# STUDY MATERIAL
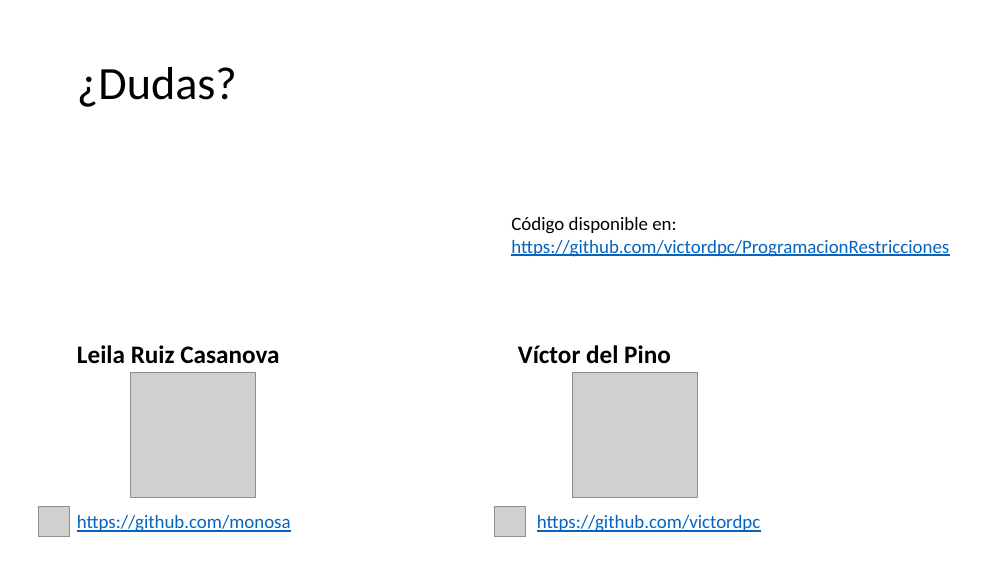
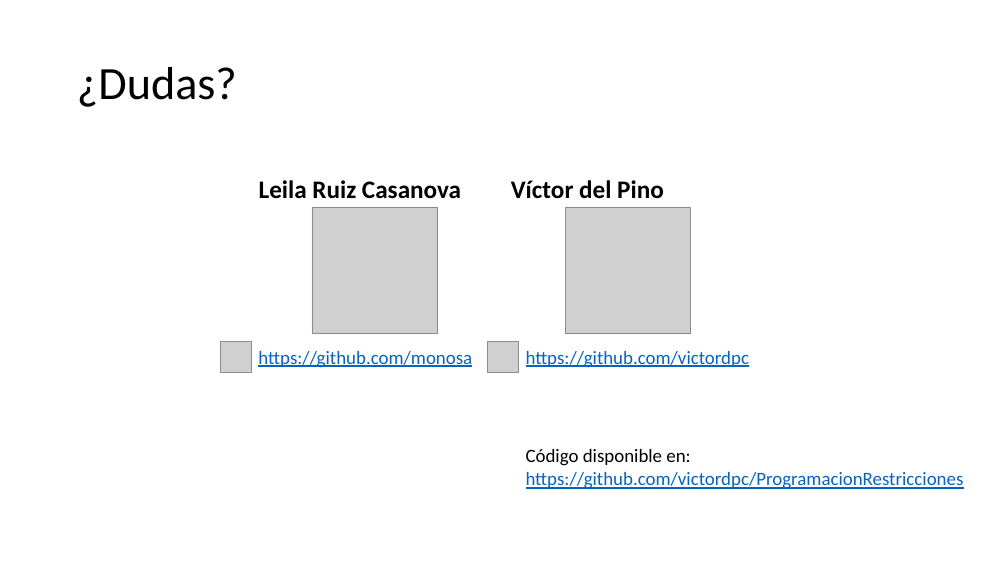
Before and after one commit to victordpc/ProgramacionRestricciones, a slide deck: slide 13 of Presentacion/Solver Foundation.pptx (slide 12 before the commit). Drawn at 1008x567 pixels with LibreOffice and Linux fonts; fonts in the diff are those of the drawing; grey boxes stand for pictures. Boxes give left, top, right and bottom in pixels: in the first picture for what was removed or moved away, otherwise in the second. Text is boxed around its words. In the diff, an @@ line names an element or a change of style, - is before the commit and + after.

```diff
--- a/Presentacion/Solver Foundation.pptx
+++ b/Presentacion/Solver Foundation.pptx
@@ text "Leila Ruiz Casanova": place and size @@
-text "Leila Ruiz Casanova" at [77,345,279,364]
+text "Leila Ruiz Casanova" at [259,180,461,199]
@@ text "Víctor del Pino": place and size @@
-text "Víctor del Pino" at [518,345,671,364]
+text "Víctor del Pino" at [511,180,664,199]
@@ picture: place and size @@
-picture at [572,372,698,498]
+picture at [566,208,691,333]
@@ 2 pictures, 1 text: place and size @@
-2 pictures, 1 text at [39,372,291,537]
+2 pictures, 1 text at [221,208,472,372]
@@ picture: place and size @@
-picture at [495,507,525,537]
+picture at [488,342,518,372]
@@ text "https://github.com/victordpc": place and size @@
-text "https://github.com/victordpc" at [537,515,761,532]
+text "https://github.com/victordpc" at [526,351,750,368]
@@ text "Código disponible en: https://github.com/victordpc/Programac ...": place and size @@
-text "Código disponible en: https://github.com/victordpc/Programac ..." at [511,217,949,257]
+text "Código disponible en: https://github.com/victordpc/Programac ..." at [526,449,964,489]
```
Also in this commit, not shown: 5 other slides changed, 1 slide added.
* * *
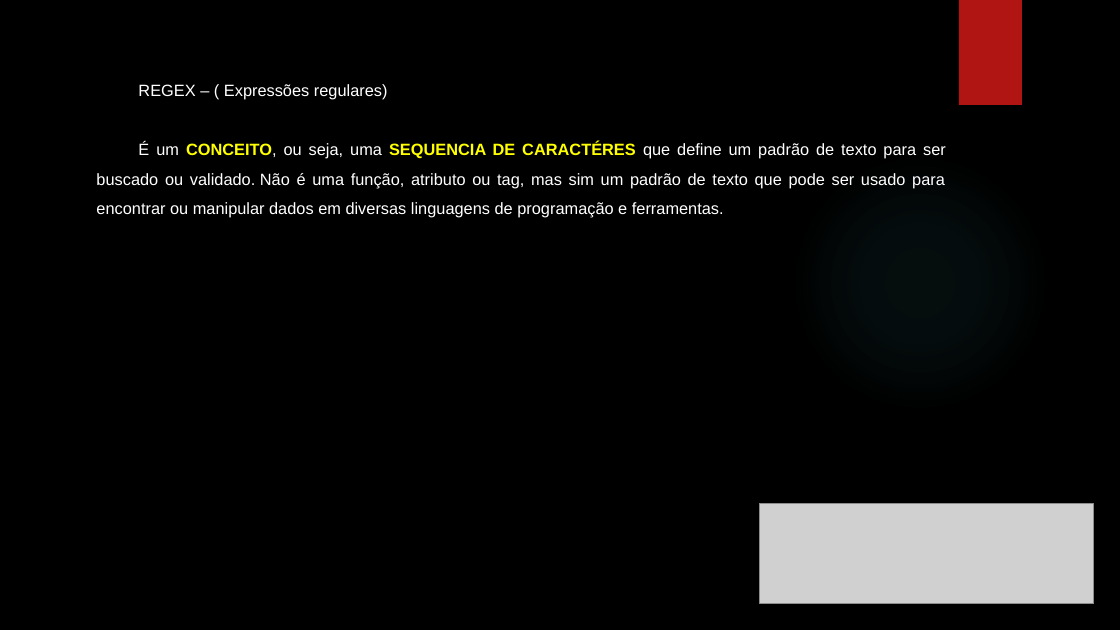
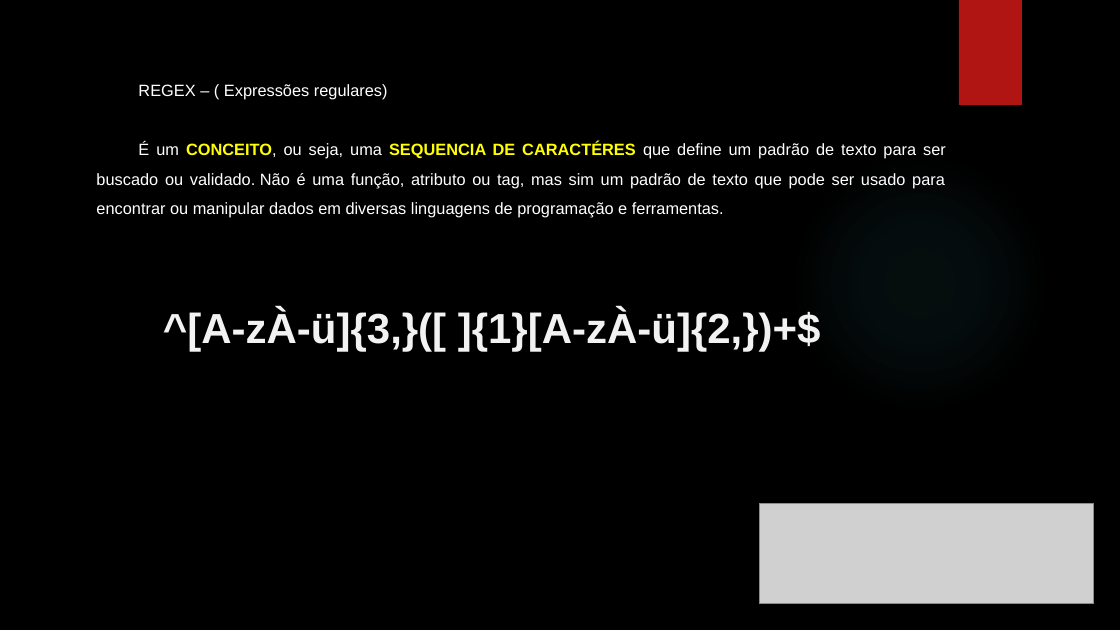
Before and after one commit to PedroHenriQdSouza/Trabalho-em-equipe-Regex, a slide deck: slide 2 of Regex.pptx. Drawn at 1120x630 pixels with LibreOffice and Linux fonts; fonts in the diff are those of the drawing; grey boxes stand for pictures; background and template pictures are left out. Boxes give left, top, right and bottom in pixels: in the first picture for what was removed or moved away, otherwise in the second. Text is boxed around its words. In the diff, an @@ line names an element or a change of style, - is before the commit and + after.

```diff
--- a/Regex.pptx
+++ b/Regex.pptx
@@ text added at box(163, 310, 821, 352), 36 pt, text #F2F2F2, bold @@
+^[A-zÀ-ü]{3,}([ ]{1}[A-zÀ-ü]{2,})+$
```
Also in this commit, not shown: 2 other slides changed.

# WHAT IS BEING ASKED
If a line in the records above has the word "Víctor", copy it out.

# REPLY TO THE EXERCISE
@@ text "Víctor del Pino": place and size @@
-text "Víctor del Pino" at [518,345,671,364]
+text "Víctor del Pino" at [511,180,664,199]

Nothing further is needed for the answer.